Hundreds gather for judge's memorial -, South Georgia News, Weather, Sports

Hundreds gather for judge's memorial

Atlanta- Judge Rowland Barnes' friends, family members, and co-workers attended the memorial service at the Georgia convention center in College Park Thursday.

The courthouse where the shootings happened was closed so the 400 employees who work there could attend the service. Judge Barnes was remembered as a beloved friend and someone known for his perseverance in life and his career.

Barnes, his court reporter, and a sheriff's deputy were shot to death last Friday when a gunman overpowered a deputy and took her gun.

Friends and family are also remembering the deputy killed last Friday, Sgt. Hoyt Teasley, who died while pursuing Brian Nichols after he shot judge Barnes and his court reporter inside their courtroom. Mourners paid their respects at a public viewing in southwest Atlanta. Sgt. Teasley's funeral is Friday.

The deputy who Brian Nichols overpowered will probably not be able to remember what happened. Cynthia Hall's doctor says her injuries resemble those sustained from a car crash or falling off a ladder. Police say Brian Nichols attacked her Friday as she was escorting him to his retrial for rape.

She has a traumatic brain injury. Her brain is bruised and bleeding, and her skull is fractured near her right eye.

A funeral service was held today in North Carolina for a customs agent killed in the shooting spree. About one thousand people attended the funeral for David Wilhelm at a chapel in Salisbury, North Carolina.

He was found shot to death at his unfinished home in Atlanta Saturday. Police believe Brian Nichols shot him after Nichols fled the scene of his shooting rampage.

Wilhelm was remembered as a relentless investigator, a loving husband, and generous friend.

State judges want improved safety in our courts, and they are getting it. The justice department is giving the national center for state courts $100,000 to take a look at the safety of our court. Right now there are at least 15 threats against judges or their families, including death threats. Security risks are making it harder to get people to serve on juries, and witnesses are coming to court intimidated.

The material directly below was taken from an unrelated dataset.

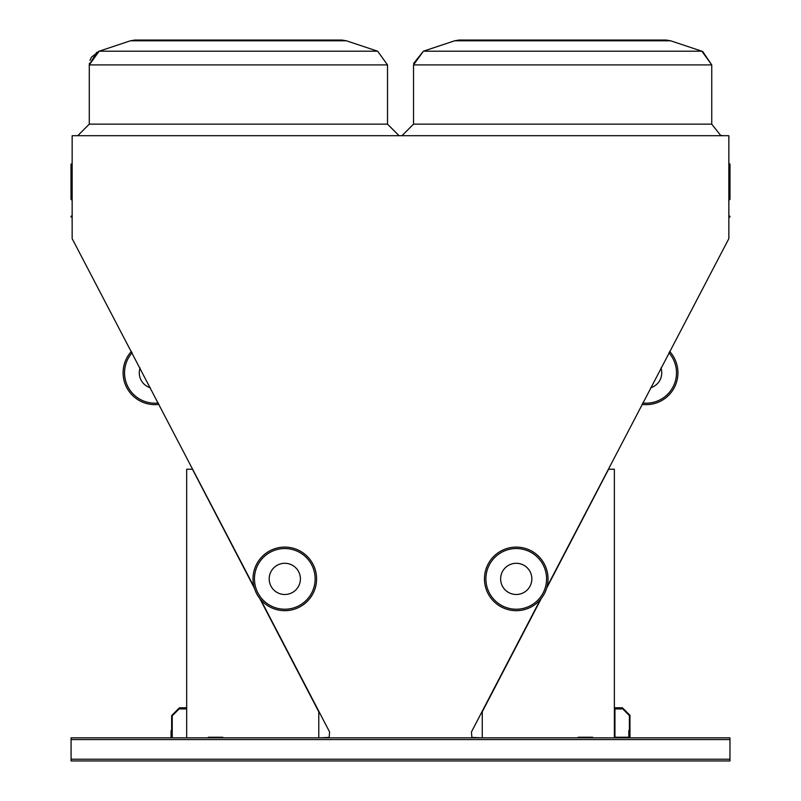 <?xml version="1.0" encoding="UTF-8"?>
<svg xmlns="http://www.w3.org/2000/svg" width="801" height="801" viewBox="0 0 801 801"><rect width="100%" height="100%" fill="white"/><g stroke="black" fill="none" stroke-linecap="round" stroke-linejoin="round"><path stroke-width="1.2" d="M547.023 586.813L728.85 238.628L728.85 135.699L72.15 135.699L72.15 238.628L254.017 586.823M729.961 759.218L729.961 737.831L71.079 737.831L71.079 760.95L729.961 760.95L729.961 759.218L71.079 759.218M72.15 217.772L72.15 217.772A0.581 0.581 0 0 0 71.579 217.191A0.581 0.581 0 0 1 70.999 216.62A0.581 0.581 0 0 1 71.579 216.04A0.581 0.581 0 0 0 72.15 215.459L72.15 215.459A0.581 0.581 0 0 1 71.579 216.04A0.581 0.581 0 0 0 72.15 215.459A0.581 0.581 0 0 1 71.579 216.04A0.581 0.581 0 0 0 72.15 215.459L72.15 215.459A0.581 0.581 0 0 1 71.579 216.04L71.579 217.191A0.581 0.581 0 0 1 72.15 217.772A0.581 0.581 0 0 0 71.579 217.191A0.581 0.581 0 0 1 72.15 217.772A0.581 0.581 0 0 0 71.579 217.191A0.581 0.581 0 0 1 72.15 217.772A0.581 0.581 0 0 0 71.579 217.191A0.581 0.581 0 0 1 72.15 217.772A0.581 0.581 0 0 0 71.579 217.191A0.581 0.581 0 0 1 72.15 217.772A0.581 0.581 0 0 0 71.579 217.191A0.581 0.581 0 0 1 72.15 217.772L72.15 217.772A0.581 0.581 0 0 0 71.579 217.191A0.581 0.581 0 0 1 72.15 217.772A0.581 0.581 0 0 0 71.579 217.191A0.581 0.581 0 0 1 72.15 217.772M728.85 163.284L729.421 163.865A0.581 0.581 0 0 1 730.001 164.435L729.421 163.915A0.581 0.531 180 0 1 730.001 164.435L730.001 199.279L730.001 164.435A0.581 0.531 180 0 1 729.421 164.966L729.421 199.86L730.001 199.279L728.85 200.43M481.401 737.831L471.869 737.401L471.429 731.984L540.385 599.569M260.645 599.559L329.601 731.984L329.171 737.401L319.639 737.831M525.276 40.05L519.739 40.05M562.642 40.05L666.062 40.05L670.627 40.791L454.648 40.791L459.213 40.05L562.642 40.05M201.031 40.05L195.504 40.05M238.398 40.05L341.827 40.05L346.392 40.791L130.413 40.791L134.979 40.05L238.398 40.05M71.579 163.915L71.579 164.966A0.581 0.531 180 0 1 71.579 163.915A0.581 0.531 180 0 0 72.15 163.384M70.999 164.435A0.581 0.581 0 0 1 71.579 163.865L72.15 163.284L71.579 163.865A0.581 0.581 0 0 0 70.999 164.435L70.999 199.279L72.15 200.43M730.001 216.62A0.581 0.581 0 0 1 729.421 217.191A0.581 0.581 0 0 0 728.85 217.772A0.581 0.581 0 0 1 729.421 217.191L729.421 216.04A0.581 0.581 0 0 1 730.001 216.62M728.85 215.459A0.581 0.581 0 0 0 729.421 216.04M318.778 737.831L318.778 711.819L259.754 598.467M254.398 588.184L192.45 469.226L186.673 469.226L186.673 737.831M222.798 737.831L222.798 737.25L208.35 737.25L208.35 737.831M614.367 737.831L614.367 469.226L608.59 469.226L546.642 588.184M541.286 598.467L482.262 711.819L482.262 737.831M578.242 737.831L578.242 737.25L592.69 737.25L592.69 737.831M222.798 737.25L208.35 737.25M578.242 737.25L592.69 737.25M629.396 737.831L629.396 730.602L628.815 730.602L628.815 737.25L614.948 737.25L614.948 708.935L621.586 708.935L621.586 708.354L614.367 708.354M171.644 737.831L171.644 730.602L171.064 730.602L171.064 737.831M186.673 707.774L179.444 707.774L179.444 708.354L186.673 708.354M629.396 715.583L629.396 737.25L629.966 737.25L629.966 715.343L622.407 707.774L614.948 707.774L614.948 708.354L622.167 708.354L629.396 715.583M171.644 715.583L171.644 737.25L172.225 737.25L172.225 715.824L179.114 708.935L186.092 708.935L186.092 708.354L178.873 708.354L171.644 715.583M300.405 578.893A15.609 15.609 0 0 0 276.996 565.376A15.609 15.609 0 0 0 276.996 592.41A15.609 15.609 0 0 0 300.405 578.893M316.585 578.893A31.79 31.79 0 0 1 268.906 606.417A31.79 31.79 0 0 1 268.906 551.358A31.79 31.79 0 0 1 316.585 578.893A31.79 31.79 0 0 1 268.906 606.417A31.79 31.79 0 0 1 268.906 551.358A31.79 31.79 0 0 1 316.585 578.893M500.635 578.893A15.609 15.609 0 0 0 524.044 592.41A15.609 15.609 0 0 0 524.044 565.376A15.609 15.609 0 0 0 500.635 578.893M484.455 578.893A31.79 31.79 0 0 1 532.134 551.358A31.79 31.79 0 0 1 532.134 606.417A31.79 31.79 0 0 1 484.455 578.893A31.79 31.79 0 0 1 532.134 551.358A31.79 31.79 0 0 1 532.134 606.417A31.79 31.79 0 0 1 484.455 578.893M131.424 351.399A31.79 31.79 0 0 0 159.009 404.365A31.79 31.79 0 0 1 131.424 351.399A31.79 31.79 0 0 0 159.009 404.365A31.79 31.79 0 0 1 131.424 351.399M669.616 351.399A31.79 31.79 0 0 1 642.032 404.365A31.79 31.79 0 0 0 669.616 351.399M140.055 367.979A15.609 15.609 0 0 0 150.368 387.784M650.662 387.784A15.609 15.609 0 0 0 660.975 367.979M729.421 163.915A0.581 0.531 0 0 1 728.85 163.384A0.581 0.531 0 0 0 729.421 163.915A0.581 0.531 0 0 1 728.85 163.384A0.581 0.531 0 0 0 729.421 163.915M454.648 40.791L459.213 40.05L454.648 40.791L459.213 40.05L454.648 40.791L459.213 40.05L454.648 40.791L459.213 40.05L454.648 40.791L423.399 51.204L413.526 64.911L423.399 51.204L413.526 64.911L423.399 51.204L413.526 64.911L423.399 51.204L413.596 63.449L423.399 51.204L701.876 51.204L711.749 64.911L702.727 51.524L711.749 64.911L413.526 64.911L413.526 124.145L711.749 124.145L720.61 135.379L723.313 135.699M89.392 63.189L89.281 64.911L89.392 63.189L89.281 64.911L99.164 51.204L89.281 64.911L99.164 51.204L377.631 51.204L387.514 64.911L89.281 64.911L89.281 124.145L387.514 124.145L399.078 135.699M72.15 165.487A0.581 0.531 0 0 0 71.579 164.966L71.579 199.86M728.85 165.487A0.581 0.531 180 0 1 729.421 164.966L729.421 164.195M729.961 739.563L71.079 739.563M315.143 578.893A30.348 30.348 0 0 0 269.627 552.61A30.348 30.348 0 0 0 269.627 605.166A30.348 30.348 0 0 0 315.143 578.893M485.897 578.893A30.348 30.348 0 0 0 531.413 605.166A30.348 30.348 0 0 0 531.413 552.61A30.348 30.348 0 0 0 485.897 578.893M132.135 352.77A30.348 30.348 0 0 0 158.298 403.003M642.742 403.003A30.348 30.348 0 0 0 668.905 352.77M130.413 40.791L134.979 40.05L130.413 40.791L134.979 40.05L130.413 40.791L134.979 40.05L130.413 40.791L134.979 40.05L130.413 40.791L99.164 51.204L91.634 57.021M346.392 40.791L377.631 51.204L346.392 40.791L341.827 40.05L346.392 40.791L341.827 40.05L346.392 40.791L341.827 40.05L346.392 40.791L341.827 40.05L346.392 40.791L377.631 51.204L387.514 64.911L387.514 124.145M670.627 40.791L666.062 40.05L670.627 40.791L666.062 40.05L670.627 40.791L666.062 40.05L670.627 40.791L666.062 40.05L670.627 40.791L701.876 51.204L711.749 64.911L711.749 124.145M377.631 51.204L387.514 64.911M702.727 51.524L711.749 64.911M89.982 60.465L91.264 57.622M98.303 51.524L99.164 51.204L89.281 64.911L96.721 52.285M413.526 64.911L423.399 51.204M89.281 64.911L99.164 51.204M413.526 124.145L401.962 135.699M89.281 124.145L77.727 135.699M71.579 163.865L72.15 163.284"/></g></svg>

A county courthouse in South Georgia is also boosting its security. Starting Monday, the Grady County courthouse will be using a personal metal detector at its entrances. Deputies say they will be checking people for items such as guns, knives, or other contraband.

Also, all visitors and employees will have to use the main front doors on the west side of the courthouse. Law enforcement will use the south doors.

Officials say Superior Court judges asked for the increased security because of the shootings that happened last Friday in Atlanta.